Fui ao seu encontro num bar da cidade, o “Natureza”. Lá, estava meu amigo disputando uma partida de bilhar, apostando “na tampinha”. Impressionante vê-lo tacando, aprumando o taco na cana do braço. Não errava um fino!

Esclarecendo o motivo pelo qual lhe procurara, tive dele a confirmação de que a capa estava em seu poder, guardada em sua residência. Imediatamente, se prontificou a apanhá-la. Sentado ao meu lado, fomos colocando o papo em dia. Claro, lembrando de nossa infância!

Chegando à sua residência, fiquei encantado com a sua beleza. Localizada na Rua Horácio de Azevedo, entre a Bacuri e a colossal barreira - que é sua vizinha pelo lado direito. Bem ali, como diria o poeta Eduardo dias, ”Onde o Rio se Curva”, com sombras de duas mangueiras e um quintal minuciosamente varrido.

Foi aí, meus amigos, que jamais pensei que sentiria, na vida, inveja de uma privada construída nas proximidades da barreira, com a porta na direção da Costa Fronteira.  Lembrei do meu pai, que sempre dizia que o momento de maior reflexão na vida de um homem se dá, justamente, quando ele senta num vazo sanitário para fazer suas necessidade. É quando se pensa nas dívidas, amores, faz contas, planeja, e, assim vai. Eu, na maioria das vezes, leio.

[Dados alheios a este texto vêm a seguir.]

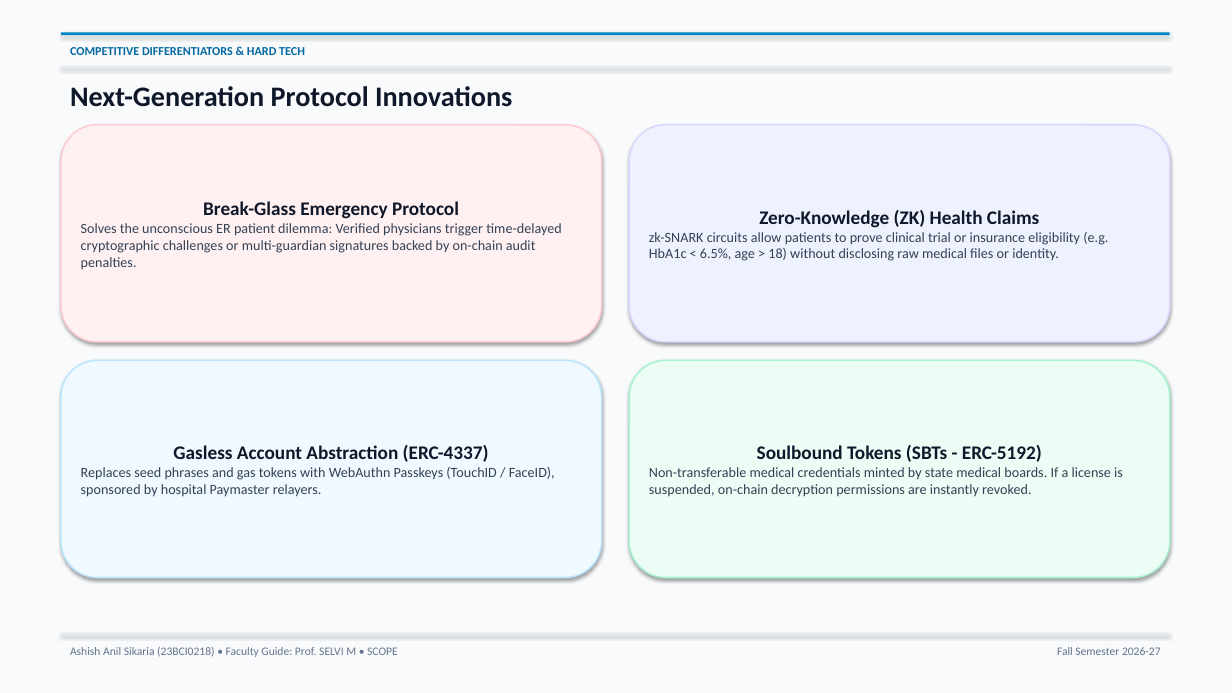
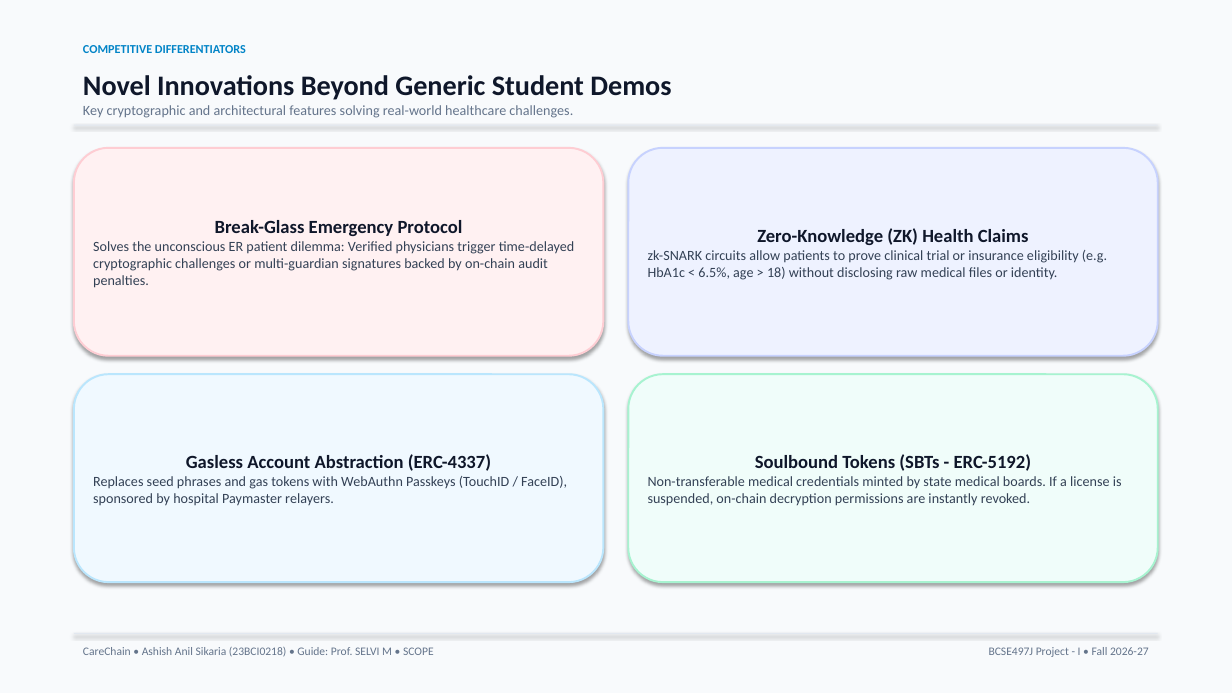
Before and after one commit to ashishanilsikaria/CareChain, a slide deck: slide 7 of docs/presentation/CareChain_Presentation.pptx. Drawn at 1232x693 pixels with LibreOffice and Linux fonts; fonts in the diff are those of the drawing. Boxes give left, top, right and bottom in pixels: in the first picture for what was removed or moved away, otherwise in the second. Text is boxed around its words. In the diff, an @@ line names an element or a change of style, - is before the commit and + after.

Commit message:
refactor(presentation): redesign deck to executive McKinsey/Apple healthtech standard with authentic UN SDG branding

```diff
--- a/docs/presentation/CareChain_Presentation.pptx
+++ b/docs/presentation/CareChain_Presentation.pptx
@@ rectangle removed at box(61, 32, 1170, 35) @@
@@ text at box(83, 45, 246, 53): text changed; text colour #0369A1 to #0284C7 @@
-COMPETITIVE DIFFERENTIATORS & HARD TECH
+COMPETITIVE DIFFERENTIATORS
@@ text removed at box(70, 86, 512, 107) @@
-Next-Generation Protocol Innovations
@@ text added at box(83, 75, 671, 118), 11 pt, text #64748B @@
+Novel Innovations Beyond Generic Student Demos
+Key cryptographic and architectural features solving real-world healthcare challenges.
@@ rectangle: place and size @@
-rectangle at box(61, 67, 1170, 67)
+rectangle at box(74, 125, 1158, 126)
@@ rounded rectangle "Break-Glass Emergency Protocol": place and size @@
-rounded rectangle "Break-Glass Emergency Protocol" at box(61, 125, 602, 342)
+rounded rectangle "Break-Glass Emergency Protocol" at box(74, 148, 604, 356)
@@ rounded rectangle "Break-Glass Emergency Protocol" at box(74, 148, 604, 356): outline #FECDD3 1.2 pt to #FECDD3 1.5 pt @@
@@ rounded rectangle "Zero-Knowledge (ZK) Health Claims": place and size @@
-rounded rectangle "Zero-Knowledge (ZK) Health Claims" at box(629, 125, 1170, 342)
+rounded rectangle "Zero-Knowledge (ZK) Health Claims" at box(628, 148, 1158, 356)
@@ rounded rectangle "Zero-Knowledge (ZK) Health Claims" at box(628, 148, 1158, 356): outline #DDD6FE 1.2 pt to #C7D2FE 1.5 pt @@
@@ text in rounded rectangle at box(215, 220, 463, 236): size 15 to 14.5 pt in "Break-Glass Emergency Protocol" @@
@@ text in rounded rectangle at box(757, 228, 1029, 245): size 15 to 14.5 pt in "Zero-Knowledge (ZK) Health Claims" @@
@@ rounded rectangle "Gasless Account Abstraction (ERC-4337)": place and size @@
-rounded rectangle "Gasless Account Abstraction (ERC-4337)" at box(61, 360, 602, 578)
+rounded rectangle "Gasless Account Abstraction (ERC-4337)" at box(74, 374, 604, 582)
@@ rounded rectangle "Gasless Account Abstraction (ERC-4337)" at box(74, 374, 604, 582): outline #BAE6FD 1.2 pt to #BAE6FD 1.5 pt @@
@@ rounded rectangle "Soulbound Tokens (SBTs - ERC-5192)": place and size @@
-rounded rectangle "Soulbound Tokens (SBTs - ERC-5192)" at box(629, 360, 1170, 578)
+rounded rectangle "Soulbound Tokens (SBTs - ERC-5192)" at box(628, 374, 1158, 582)
@@ rounded rectangle "Soulbound Tokens (SBTs - ERC-5192)" at box(628, 374, 1158, 582): fill #ECFDF5 to #F0FDFA; outline #A7F3D0 1.2 pt to #A7F3D0 1.5 pt @@
@@ text in rounded rectangle at box(186, 454, 491, 471): size 15 to 14.5 pt in "Gasless Account Abstraction (ERC-4337)" @@
@@ text in rounded rectangle at box(755, 454, 1032, 471): size 15 to 14.5 pt in "Soulbound Tokens (SBTs - ERC-5192)" @@
@@ rectangle: place and size @@
-rectangle at box(61, 633, 1170, 634)
+rectangle at box(74, 633, 1158, 634)
@@ text at box(83, 647, 434, 657): text changed @@
-Ashish Anil Sikaria (23BCI0218) • Faculty Guide: Prof. SELVI M • SCOPE
+CareChain • Ashish Anil Sikaria (23BCI0218) • Guide: Prof. SELVI M • SCOPE
@@ text at box(989, 647, 1149, 657): text changed @@
-Fall Semester 2026-27
+BCSE497J Project - I • Fall 2026-27
```
Also in this commit, not shown: 9 other slides changed, 2 other files.

Talvez tenha sido esse o motivo que tenha levado o grande escultor Auguste Rodin a esculpir sua grande obra, “O Pensador”, nu, sentado em uma pedra, pois o vaso sanitário desvalorizaria a escultura. Ninguém me tira isso da cabeça!

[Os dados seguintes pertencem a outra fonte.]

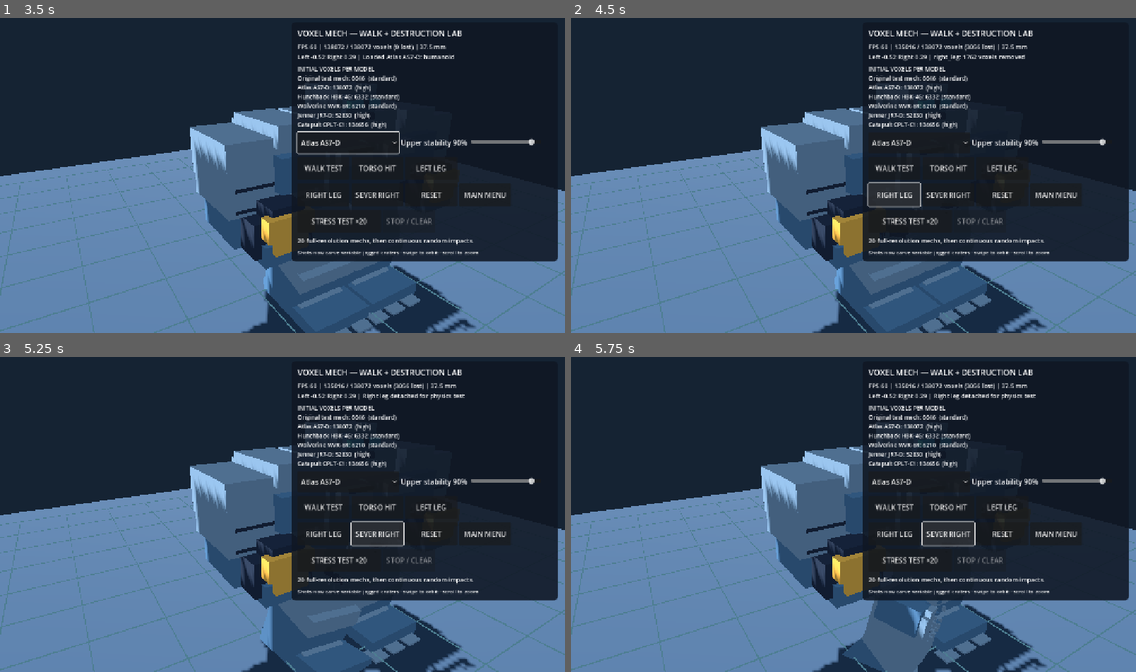
Above: before the commit, frames 1-4 (two rows, left to right).
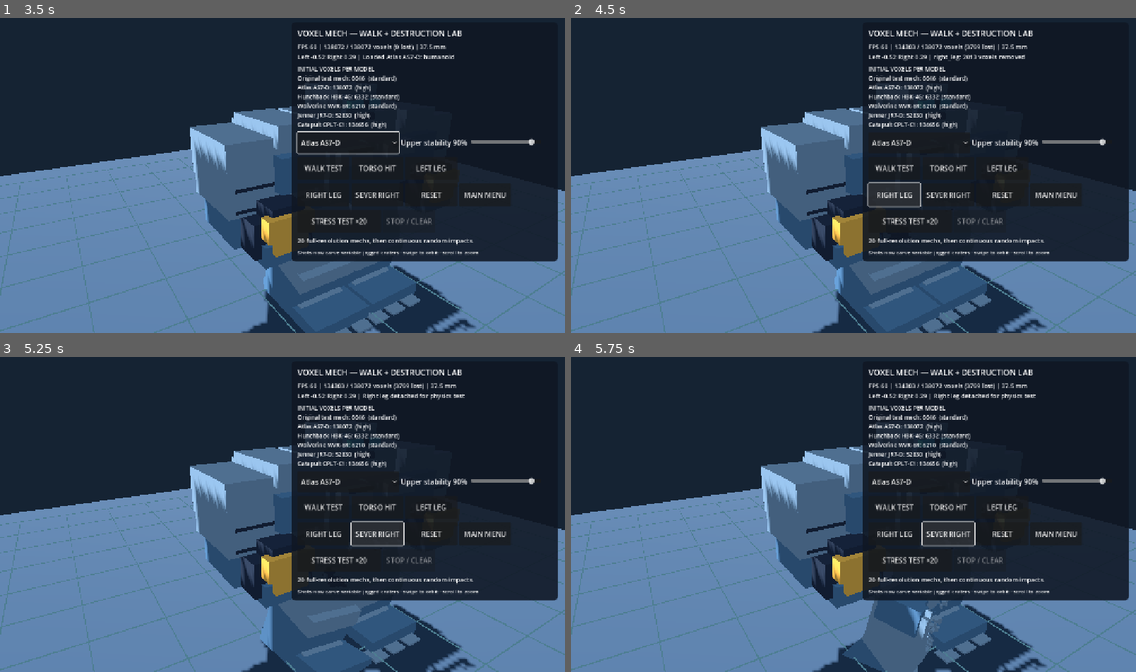
Above: after the commit, the same moments.

Repository: drag0nblad3/BtechMobile
Game: Godot game, scene res://scenes/voxel_mech_lab.tscn
Same seed, same stepped clock (60 frames per second), same inputs: the game is played once before the commit and once after it. This scene is started directly instead of the project's main scene.
Inputs:
- Up to frame 1 (3.5 s): click "Original test mech" at 0.5 s; click "WALK TEST" at 1.25 s; click "Atlas AS7-D" at 2 s; click "TORSO HIT" at 2.75 s
- Up to frame 2 (4.5 s): click "LEFT LEG" at 3.5 s; click "RIGHT LEG" at 4.25 s
- Up to frame 3 (5.25 s): click "SEVER RIGHT" at 5 s
- Up to frame 4 (5.75 s): no input

Frame 1 is identical in both runs. In frame 2, less than 0.1% of the frame differs, in the area x 58-73%, y 8-14%; in frame 3, less than 0.1%; in frame 4, 0.1%, in the area x 58-73%, y 8-90%.

Commit message:
Widen irregular damage into multi-lobed part-scaled surface patches: src/view/units/voxel_part.gd

Diff:
--- a/src/view/units/voxel_part.gd
+++ b/src/view/units/voxel_part.gd
@@ -154,15 +154,17 @@
 	rng.seed = seed
 	var axes := Vector3(rng.randf_range(0.83, 1.28),
 			rng.randf_range(0.83, 1.28), rng.randf_range(0.83, 1.28))
-	var cluster_count := rng.randi_range(1, 3)
+	# Distributed gouges and secondary fractures extend the damage footprint
+	# across a meaningful area of this part, not one tiny round puncture.
+	var cluster_count := rng.randi_range(6, 9)
 	var clusters: Array[Vector4] = []
 	for i in cluster_count:
 		clusters.append(Vector4(
-				center.x + rng.randf_range(-0.55, 0.55) * radius,
-				center.y + rng.randf_range(-0.55, 0.55) * radius,
-				center.z + rng.randf_range(-0.55, 0.55) * radius,
-				radius * rng.randf_range(0.32, 0.56)))
-	var extent := radius * 1.75 + voxel_size
+				center.x + rng.randf_range(-1.05, 1.05) * radius,
+				center.y + rng.randf_range(-1.05, 1.05) * radius,
+				center.z + rng.randf_range(-1.05, 1.05) * radius,
+				radius * rng.randf_range(0.34, 0.68)))
+	var extent := radius * 2.0 + voxel_size
 	var low := Vector3i(floori((center.x - extent) / voxel_size),
 			floori((center.y - extent) / voxel_size),
 			floori((center.z - extent) / voxel_size))

Agora, com uma paisagem daquela, não tem “cagada” melhor, tendo a disposição uma vista que vai da boca da Maria Tereza ao Ipaupixuna!

O Pote merece! Um caboclo do bem, que leva a vida se divertindo, merece aquele cenário.

Fiquei imaginando quantas embarcações passam no nosso Rio, das mais diversas origens. Do Curumu, do Paru, Jurutí, Parintins, Manaus, Belém. Navios cargueiros ou luxuosos transatlânticos dos mais diversos países, carregados de ricos suecos, alemães, finlandeses... E o POTE , “cagando” para todos eles!      

Publicada originalmente em: 15/01/2007

Comentários  

0 #1 João Canto 20-04-2021 21:55
É excelente teu artigo Jorjão. Parabéns!